Collection entries
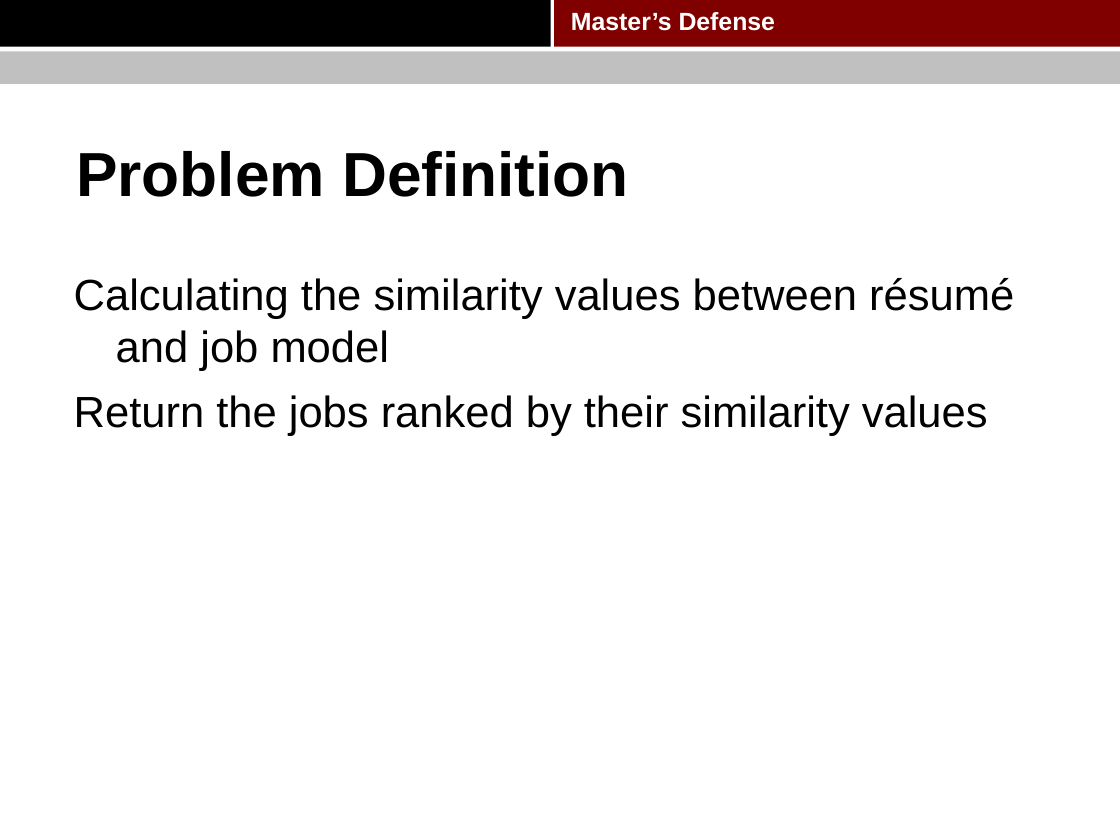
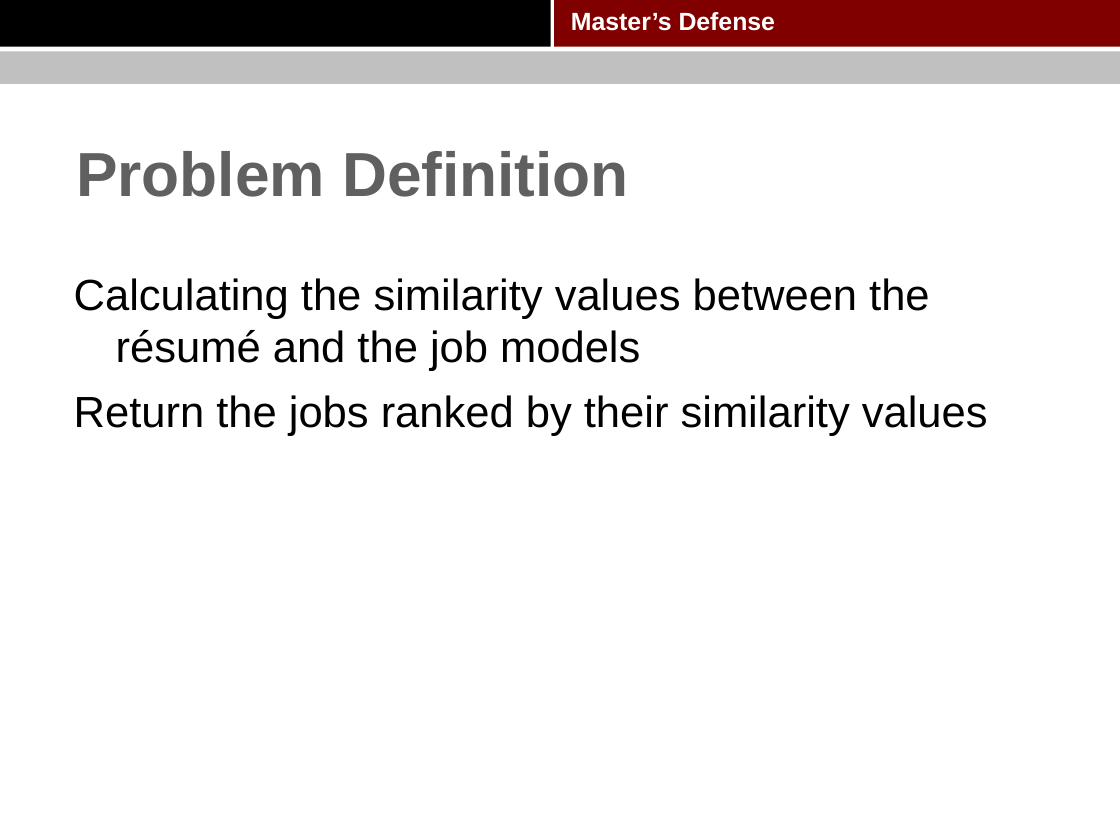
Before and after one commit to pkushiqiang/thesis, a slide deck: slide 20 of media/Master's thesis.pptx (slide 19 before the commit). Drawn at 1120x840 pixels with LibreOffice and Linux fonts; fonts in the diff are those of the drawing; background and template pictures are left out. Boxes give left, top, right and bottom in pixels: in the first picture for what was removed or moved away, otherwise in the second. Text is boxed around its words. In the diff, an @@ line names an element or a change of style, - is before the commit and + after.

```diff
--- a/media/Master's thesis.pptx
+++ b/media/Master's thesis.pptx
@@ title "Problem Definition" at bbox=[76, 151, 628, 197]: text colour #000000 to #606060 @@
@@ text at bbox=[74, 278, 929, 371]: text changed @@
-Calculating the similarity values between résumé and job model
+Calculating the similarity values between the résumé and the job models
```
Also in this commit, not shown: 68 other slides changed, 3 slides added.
* * *
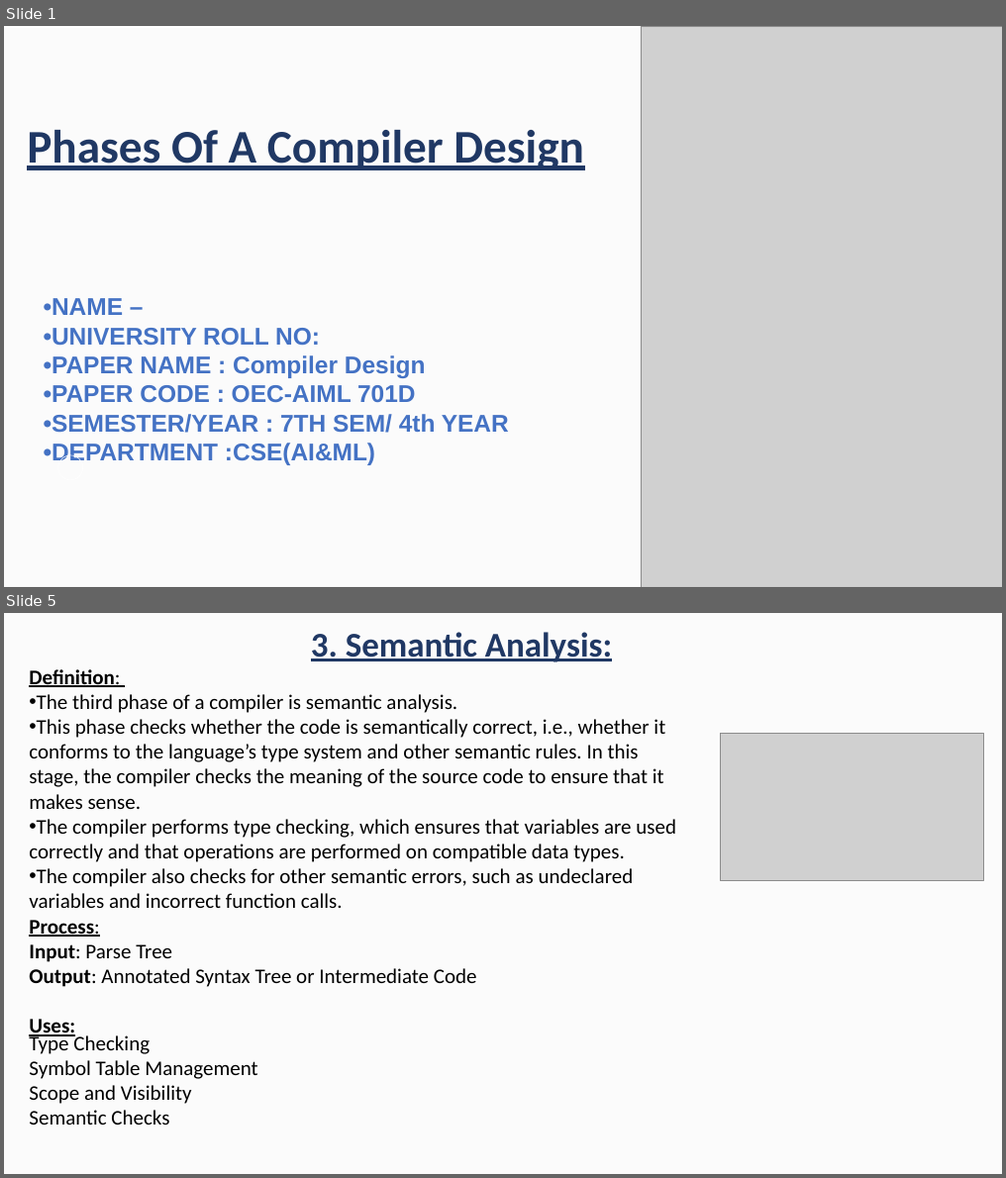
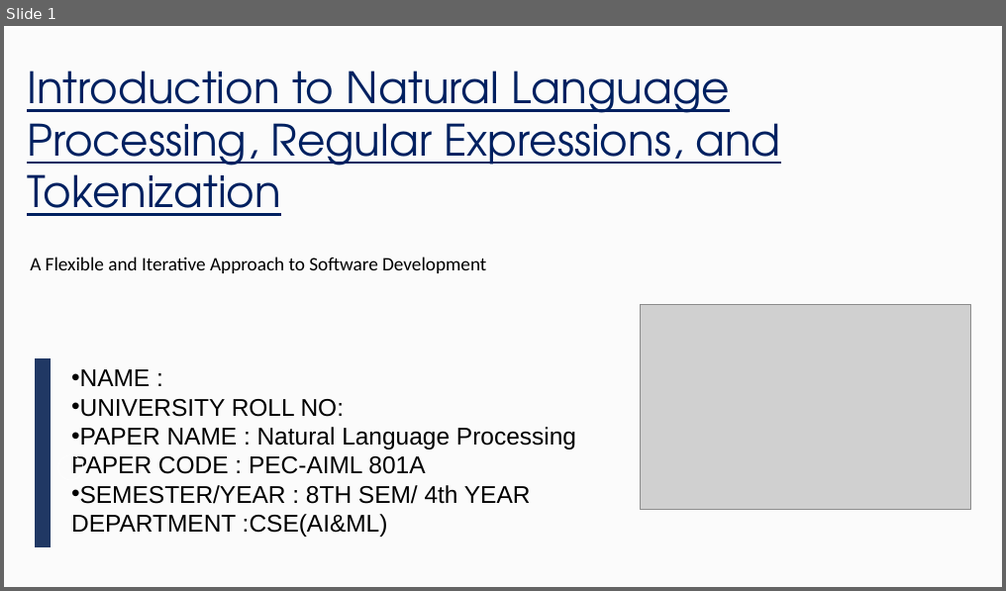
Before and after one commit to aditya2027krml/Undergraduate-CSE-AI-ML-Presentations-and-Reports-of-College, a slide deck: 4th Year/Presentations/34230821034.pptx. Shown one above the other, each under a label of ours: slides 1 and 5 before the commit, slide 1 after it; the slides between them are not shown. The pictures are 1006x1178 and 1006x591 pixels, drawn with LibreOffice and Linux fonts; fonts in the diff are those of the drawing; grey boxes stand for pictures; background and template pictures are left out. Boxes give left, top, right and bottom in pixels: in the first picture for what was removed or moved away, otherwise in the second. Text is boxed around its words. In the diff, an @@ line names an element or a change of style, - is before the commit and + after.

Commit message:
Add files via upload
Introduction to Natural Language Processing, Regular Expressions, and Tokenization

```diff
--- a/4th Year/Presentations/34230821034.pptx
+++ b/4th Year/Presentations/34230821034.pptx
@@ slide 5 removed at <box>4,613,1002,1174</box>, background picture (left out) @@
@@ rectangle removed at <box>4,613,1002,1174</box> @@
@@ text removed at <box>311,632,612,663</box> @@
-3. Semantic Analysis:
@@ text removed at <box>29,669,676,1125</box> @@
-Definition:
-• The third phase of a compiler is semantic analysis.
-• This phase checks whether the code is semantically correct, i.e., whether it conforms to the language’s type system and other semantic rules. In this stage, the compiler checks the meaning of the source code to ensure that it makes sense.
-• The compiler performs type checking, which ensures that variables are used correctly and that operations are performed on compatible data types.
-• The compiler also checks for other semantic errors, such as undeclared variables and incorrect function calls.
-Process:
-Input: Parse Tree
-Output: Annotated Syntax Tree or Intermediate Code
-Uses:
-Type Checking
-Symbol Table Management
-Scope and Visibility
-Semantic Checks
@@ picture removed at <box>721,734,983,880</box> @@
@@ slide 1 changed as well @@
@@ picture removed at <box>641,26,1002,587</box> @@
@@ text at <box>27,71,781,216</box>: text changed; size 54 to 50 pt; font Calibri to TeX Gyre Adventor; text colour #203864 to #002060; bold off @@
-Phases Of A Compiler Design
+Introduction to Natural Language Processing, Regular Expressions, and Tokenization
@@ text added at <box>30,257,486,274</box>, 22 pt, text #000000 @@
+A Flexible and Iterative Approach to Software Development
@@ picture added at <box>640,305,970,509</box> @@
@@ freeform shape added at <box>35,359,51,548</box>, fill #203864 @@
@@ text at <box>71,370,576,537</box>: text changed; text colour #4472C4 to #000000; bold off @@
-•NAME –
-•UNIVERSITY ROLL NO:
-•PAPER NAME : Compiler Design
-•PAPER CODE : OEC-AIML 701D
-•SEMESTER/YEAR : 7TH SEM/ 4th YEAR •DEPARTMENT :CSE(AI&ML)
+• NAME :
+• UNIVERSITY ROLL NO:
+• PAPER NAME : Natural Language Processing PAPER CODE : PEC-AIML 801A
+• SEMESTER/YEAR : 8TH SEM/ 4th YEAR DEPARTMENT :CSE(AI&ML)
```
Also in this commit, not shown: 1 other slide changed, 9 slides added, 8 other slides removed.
==
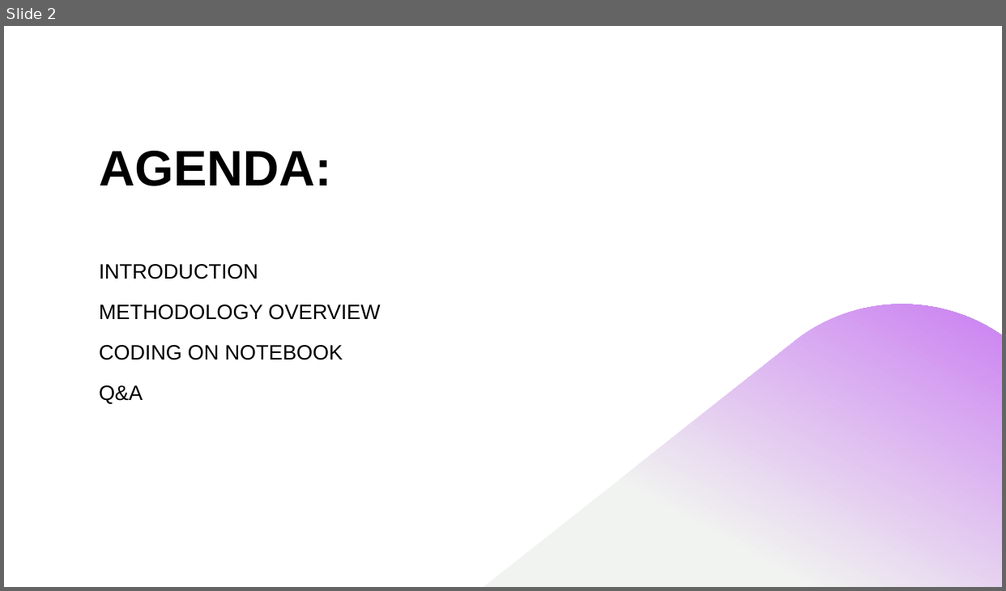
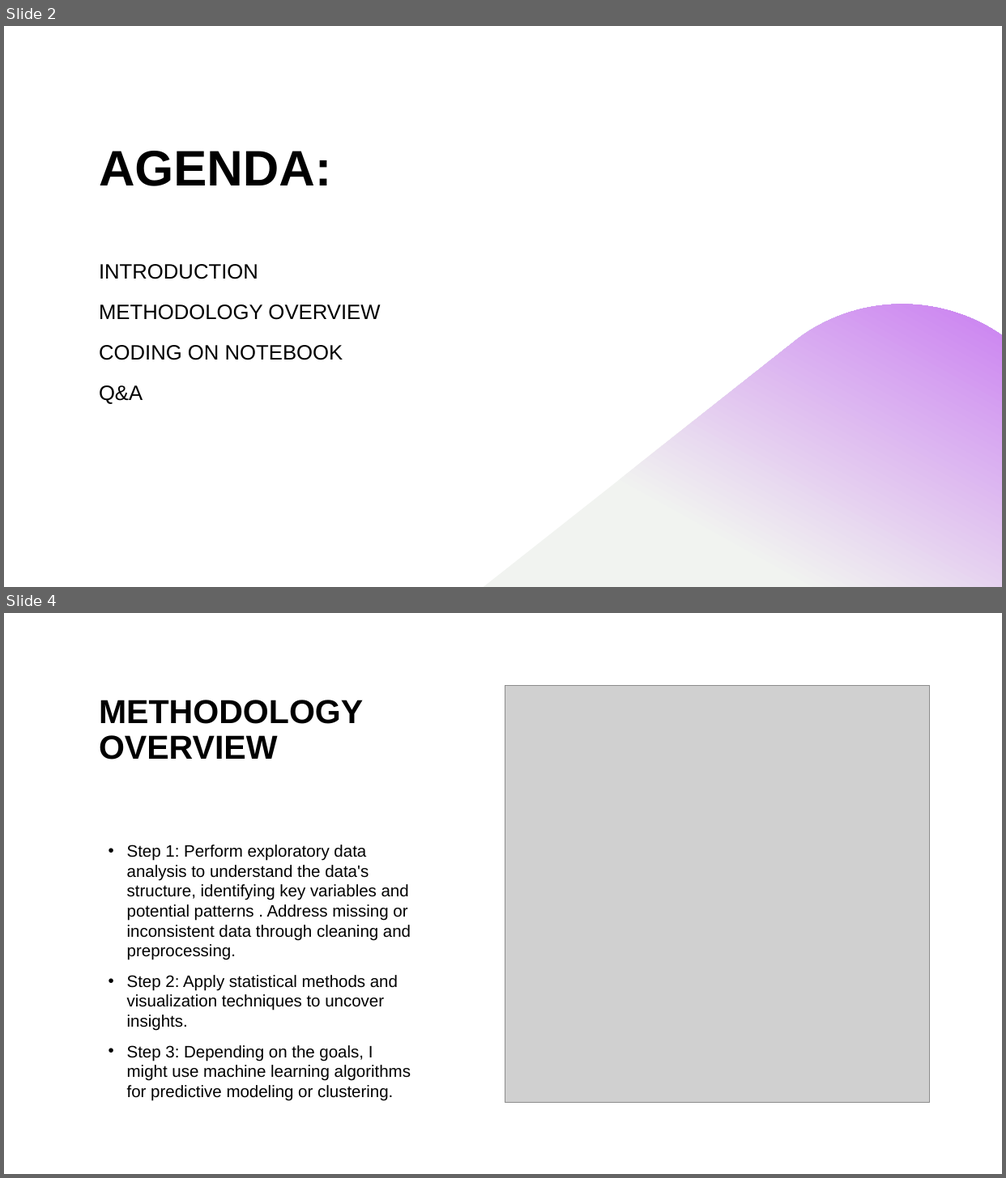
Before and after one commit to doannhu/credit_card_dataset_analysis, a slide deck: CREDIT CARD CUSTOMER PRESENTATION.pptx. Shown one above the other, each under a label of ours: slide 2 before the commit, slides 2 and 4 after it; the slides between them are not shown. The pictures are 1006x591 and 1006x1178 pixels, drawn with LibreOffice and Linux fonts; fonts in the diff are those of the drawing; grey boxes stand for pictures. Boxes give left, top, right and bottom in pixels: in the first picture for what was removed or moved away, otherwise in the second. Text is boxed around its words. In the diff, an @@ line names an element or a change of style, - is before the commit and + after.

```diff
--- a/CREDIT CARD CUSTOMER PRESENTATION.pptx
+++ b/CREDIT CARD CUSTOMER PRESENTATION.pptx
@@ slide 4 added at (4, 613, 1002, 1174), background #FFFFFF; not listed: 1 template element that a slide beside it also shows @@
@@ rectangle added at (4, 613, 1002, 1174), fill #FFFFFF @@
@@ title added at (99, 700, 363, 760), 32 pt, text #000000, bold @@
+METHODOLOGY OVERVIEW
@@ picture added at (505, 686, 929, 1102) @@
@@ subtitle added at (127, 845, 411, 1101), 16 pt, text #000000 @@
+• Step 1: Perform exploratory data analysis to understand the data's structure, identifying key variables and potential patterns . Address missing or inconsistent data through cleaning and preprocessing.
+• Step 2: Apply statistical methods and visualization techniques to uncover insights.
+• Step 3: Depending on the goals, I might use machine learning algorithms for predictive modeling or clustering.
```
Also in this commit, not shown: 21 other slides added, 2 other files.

| Problem to work on |
Each line above from the one with "Before and after one commit to pkushiqiang/thesis, a" up to and including the one with "Also in this commit, not shown: 68" must be set down exactly, and no line outside that span may appear.

| Output for this task |
Before and after one commit to pkushiqiang/thesis, a slide deck: slide 20 of media/Master's thesis.pptx (slide 19 before the commit). Drawn at 1120x840 pixels with LibreOffice and Linux fonts; fonts in the diff are those of the drawing; background and template pictures are left out. Boxes give left, top, right and bottom in pixels: in the first picture for what was removed or moved away, otherwise in the second. Text is boxed around its words. In the diff, an @@ line names an element or a change of style, - is before the commit and + after.

```diff
--- a/media/Master's thesis.pptx
+++ b/media/Master's thesis.pptx
@@ title "Problem Definition" at bbox=[76, 151, 628, 197]: text colour #000000 to #606060 @@
@@ text at bbox=[74, 278, 929, 371]: text changed @@
-Calculating the similarity values between résumé and job model
+Calculating the similarity values between the résumé and the job models
```
Also in this commit, not shown: 68 other slides changed, 3 slides added.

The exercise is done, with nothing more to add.